**TO DO:** Keep the pictures out of the copy and print all the entries below exactly.

*** Begin section ***

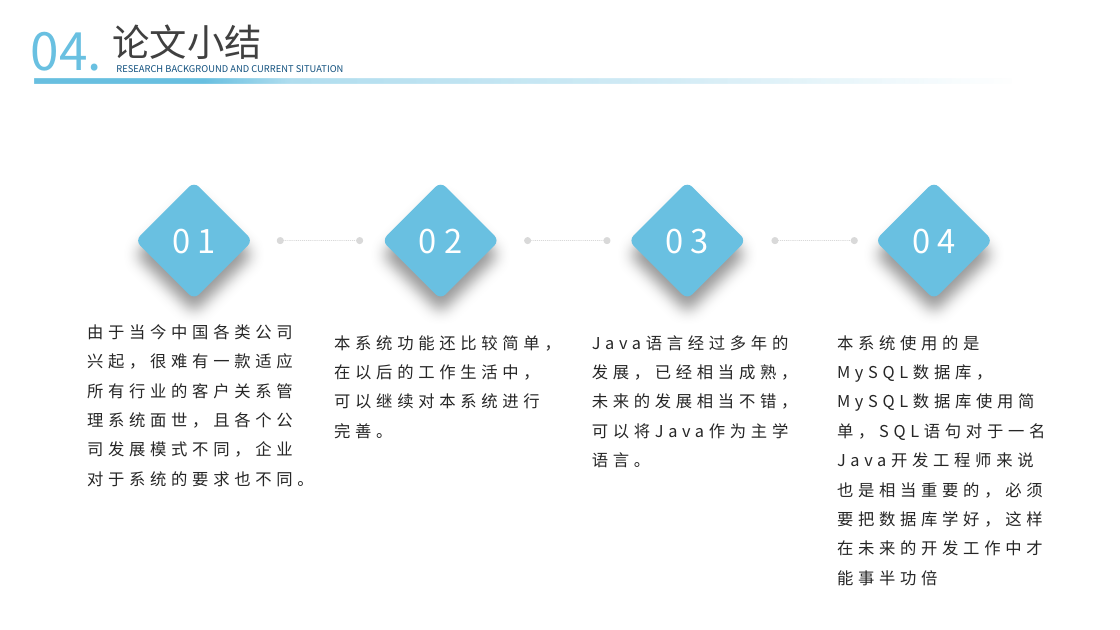
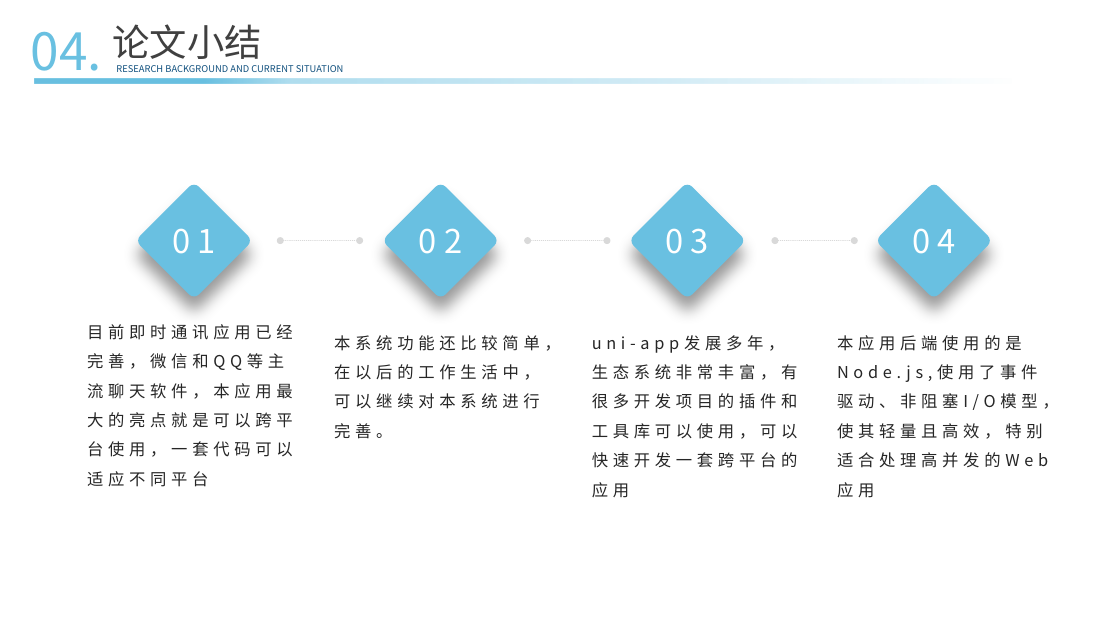
Before and after one commit to ConsoleLZ/chat-app, a slide deck: slide 30 of 毕业论文/毕业答辩(系统开发）.pptx (slide 31 before the commit). Drawn at 1120x630 pixels with LibreOffice and Linux fonts; fonts in the diff are those of the drawing. Boxes give left, top, right and bottom in pixels: in the first picture for what was removed or moved away, otherwise in the second. Text is boxed around its words. In the diff, an @@ line names an element or a change of style, - is before the commit and + after.

```diff
--- a/毕业论文/毕业答辩(系统开发）.pptx
+++ b/毕业论文/毕业答辩(系统开发）.pptx
@@ text at [87, 324, 292, 487]: text changed @@
-由于当今中国各类公司兴起，很难有一款适应所有行业的客户关系管理系统面世，且各个公司发展模式不同，企业对于系统的要求也不同。
+目前即时通讯应用已经完善，微信和QQ等主流聊天软件，本应用最大的亮点就是可以跨平台使用，一套代码可以适应不同平台
@@ text at [837, 335, 1042, 468]: text changed @@
-本系统使用的是MySQL数据库，MySQL数据库使用简单，SQL语句对于一名Java开发工程师来说也是相当重要的，必须要把数据库学好，这样在未来的开发工作中才能事半功倍
+本应用后端使用的是Node.js,使用了事件驱动、非阻塞I/O模型，使其轻量且高效，特别适合处理高并发的Web应用
@@ text at [592, 364, 798, 498]: text changed @@
-Java语言经过多年的发展，已经相当成熟，未来的发展相当不错，可以将Java作为主学语言。
+uni-app发展多年，生态系统非常丰富，有很多开发项目的插件和工具库可以使用，可以快速开发一套跨平台的应用
```
Also in this commit, not shown: 11 other slides changed, 1 slide added, 2 slides removed.
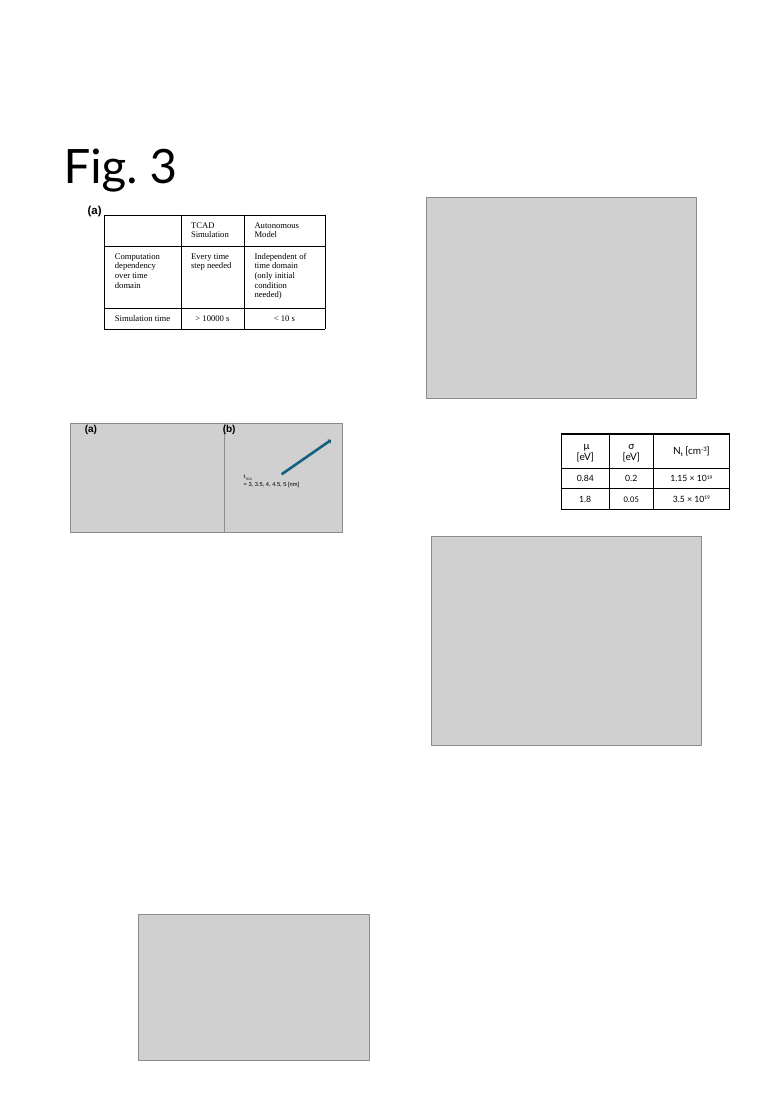
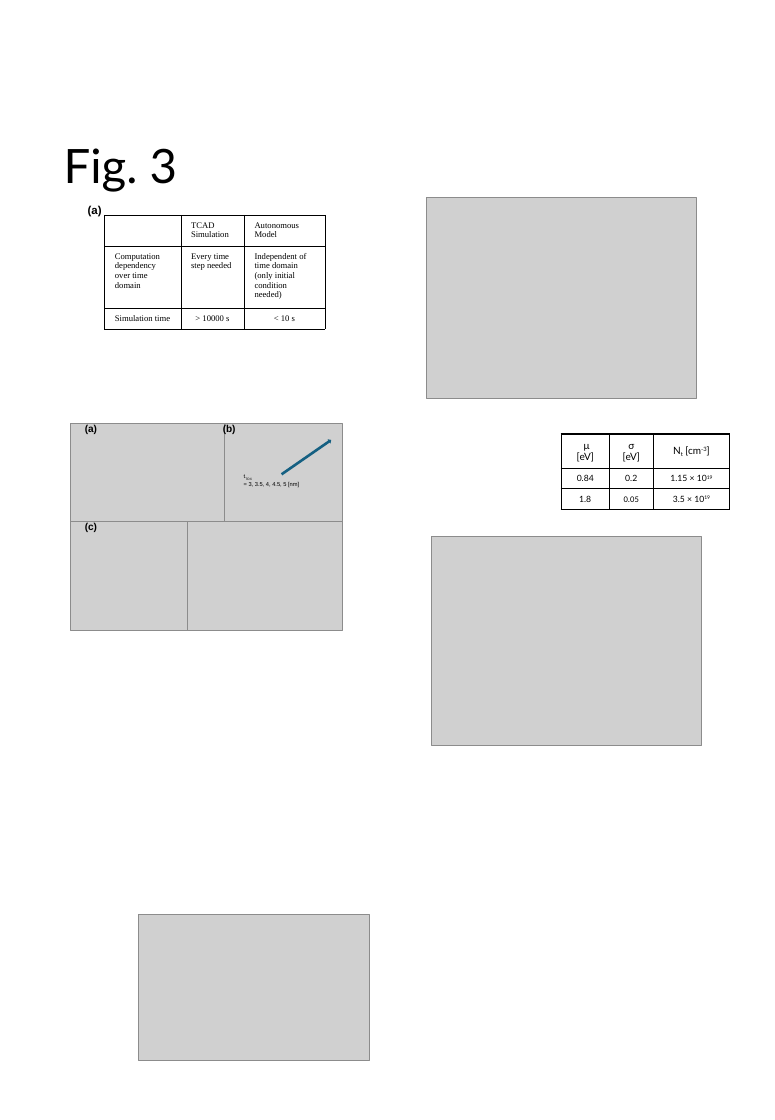
Before and after one commit to vectorcont62-dev/EDLtarget-manuscript-Mar, a slide deck: slide 4 of figures/Figures-EDL202605-manuscript.pptx. Drawn at 775x1120 pixels with LibreOffice and Linux fonts; fonts in the diff are those of the drawing; grey boxes stand for pictures. Boxes give left, top, right and bottom in pixels: in the first picture for what was removed or moved away, otherwise in the second. Text is boxed around its words. In the diff, an @@ line names an element or a change of style, - is before the commit and + after.

```diff
--- a/figures/Figures-EDL202605-manuscript.pptx
+++ b/figures/Figures-EDL202605-manuscript.pptx
@@ picture added at bbox=[70, 521, 225, 630] @@
@@ text added at bbox=[85, 523, 97, 532], 7 pt, text #000000, bold @@
+(c)
@@ picture added at bbox=[188, 521, 343, 630] @@
```
Also in this commit, not shown: 1 other slide changed, 9 other files.
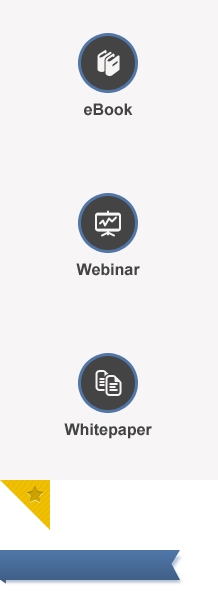
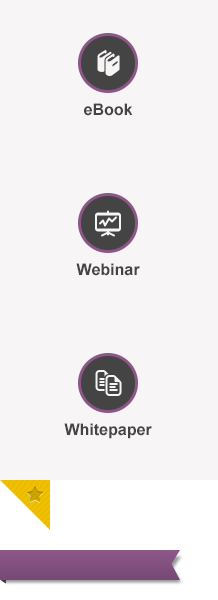
Comparing the layer stacks of the two w=218, h=600 images. Changes:
moved "ebook" above "webinar" over bbox(78, 33, 138, 116)
painted on "icone" (1st of 3, in "ebook"), masked it over bbox(98, 50, 120, 76)
painted on "elipse" (1st of 3, in "ebook"), masked it over bbox(78, 33, 138, 93)
masked "thumb" (1st of 3, in "ebook") over bbox(78, 33, 138, 116)
moved "webinar" above "whitepaper" over bbox(76, 193, 140, 276)
painted on "icone" (2nd of 3, in "webinar"), masked it over bbox(95, 210, 121, 237)
painted on "elipse" (2nd of 3, in "webinar"), masked it over bbox(78, 193, 138, 253)
masked "thumb" (2nd of 3, in "webinar") over bbox(76, 193, 140, 276)
moved "whitepaper" above "destaque" over bbox(64, 353, 152, 439)
painted on "icone" (3rd of 3, in "whitepaper"), masked it over bbox(95, 370, 122, 396)
painted on "elipse" (3rd of 3, in "whitepaper"), masked it over bbox(78, 353, 138, 413)
masked "thumb" (3rd of 3, in "whitepaper") over bbox(64, 353, 152, 439)
added group "ribbon" (1st of 3, in "faixa") with 3 layers in group "faixa" over bbox(0, 550, 183, 585)
added layer "ribbon" (2nd of 3, in "faixa" › "ribbon") in group "ribbon" over bbox(0, 550, 180, 580)
added layer "ribbon copy" (40%) in group "ribbon" over bbox(6, 553, 183, 585)
added layer "ribbon" (3rd of 3, in "faixa" › "ribbon") in group "ribbon" over bbox(0, 579, 6, 584)
hid "faixa" (2nd of 2, in "faixa") over bbox(0, 550, 183, 585)

*** End section ***

**ANSWER TO THIS TASK:**
Before and after one commit to ConsoleLZ/chat-app, a slide deck: slide 30 of 毕业论文/毕业答辩(系统开发）.pptx (slide 31 before the commit). Drawn at 1120x630 pixels with LibreOffice and Linux fonts; fonts in the diff are those of the drawing. Boxes give left, top, right and bottom in pixels: in the first picture for what was removed or moved away, otherwise in the second. Text is boxed around its words. In the diff, an @@ line names an element or a change of style, - is before the commit and + after.

```diff
--- a/毕业论文/毕业答辩(系统开发）.pptx
+++ b/毕业论文/毕业答辩(系统开发）.pptx
@@ text at [87, 324, 292, 487]: text changed @@
-由于当今中国各类公司兴起，很难有一款适应所有行业的客户关系管理系统面世，且各个公司发展模式不同，企业对于系统的要求也不同。
+目前即时通讯应用已经完善，微信和QQ等主流聊天软件，本应用最大的亮点就是可以跨平台使用，一套代码可以适应不同平台
@@ text at [837, 335, 1042, 468]: text changed @@
-本系统使用的是MySQL数据库，MySQL数据库使用简单，SQL语句对于一名Java开发工程师来说也是相当重要的，必须要把数据库学好，这样在未来的开发工作中才能事半功倍
+本应用后端使用的是Node.js,使用了事件驱动、非阻塞I/O模型，使其轻量且高效，特别适合处理高并发的Web应用
@@ text at [592, 364, 798, 498]: text changed @@
-Java语言经过多年的发展，已经相当成熟，未来的发展相当不错，可以将Java作为主学语言。
+uni-app发展多年，生态系统非常丰富，有很多开发项目的插件和工具库可以使用，可以快速开发一套跨平台的应用
```
Also in this commit, not shown: 11 other slides changed, 1 slide added, 2 slides removed.
Before and after one commit to vectorcont62-dev/EDLtarget-manuscript-Mar, a slide deck: slide 4 of figures/Figures-EDL202605-manuscript.pptx. Drawn at 775x1120 pixels with LibreOffice and Linux fonts; fonts in the diff are those of the drawing; grey boxes stand for pictures. Boxes give left, top, right and bottom in pixels: in the first picture for what was removed or moved away, otherwise in the second. Text is boxed around its words. In the diff, an @@ line names an element or a change of style, - is before the commit and + after.

```diff
--- a/figures/Figures-EDL202605-manuscript.pptx
+++ b/figures/Figures-EDL202605-manuscript.pptx
@@ picture added at bbox=[70, 521, 225, 630] @@
@@ text added at bbox=[85, 523, 97, 532], 7 pt, text #000000, bold @@
+(c)
@@ picture added at bbox=[188, 521, 343, 630] @@
```
Also in this commit, not shown: 1 other slide changed, 9 other files.
Comparing the layer stacks of the two w=218, h=600 images. Changes:
moved "ebook" above "webinar" over bbox(78, 33, 138, 116)
painted on "icone" (1st of 3, in "ebook"), masked it over bbox(98, 50, 120, 76)
painted on "elipse" (1st of 3, in "ebook"), masked it over bbox(78, 33, 138, 93)
masked "thumb" (1st of 3, in "ebook") over bbox(78, 33, 138, 116)
moved "webinar" above "whitepaper" over bbox(76, 193, 140, 276)
painted on "icone" (2nd of 3, in "webinar"), masked it over bbox(95, 210, 121, 237)
painted on "elipse" (2nd of 3, in "webinar"), masked it over bbox(78, 193, 138, 253)
masked "thumb" (2nd of 3, in "webinar") over bbox(76, 193, 140, 276)
moved "whitepaper" above "destaque" over bbox(64, 353, 152, 439)
painted on "icone" (3rd of 3, in "whitepaper"), masked it over bbox(95, 370, 122, 396)
painted on "elipse" (3rd of 3, in "whitepaper"), masked it over bbox(78, 353, 138, 413)
masked "thumb" (3rd of 3, in "whitepaper") over bbox(64, 353, 152, 439)
added group "ribbon" (1st of 3, in "faixa") with 3 layers in group "faixa" over bbox(0, 550, 183, 585)
added layer "ribbon" (2nd of 3, in "faixa" › "ribbon") in group "ribbon" over bbox(0, 550, 180, 580)
added layer "ribbon copy" (40%) in group "ribbon" over bbox(6, 553, 183, 585)
added layer "ribbon" (3rd of 3, in "faixa" › "ribbon") in group "ribbon" over bbox(0, 579, 6, 584)
hid "faixa" (2nd of 2, in "faixa") over bbox(0, 550, 183, 585)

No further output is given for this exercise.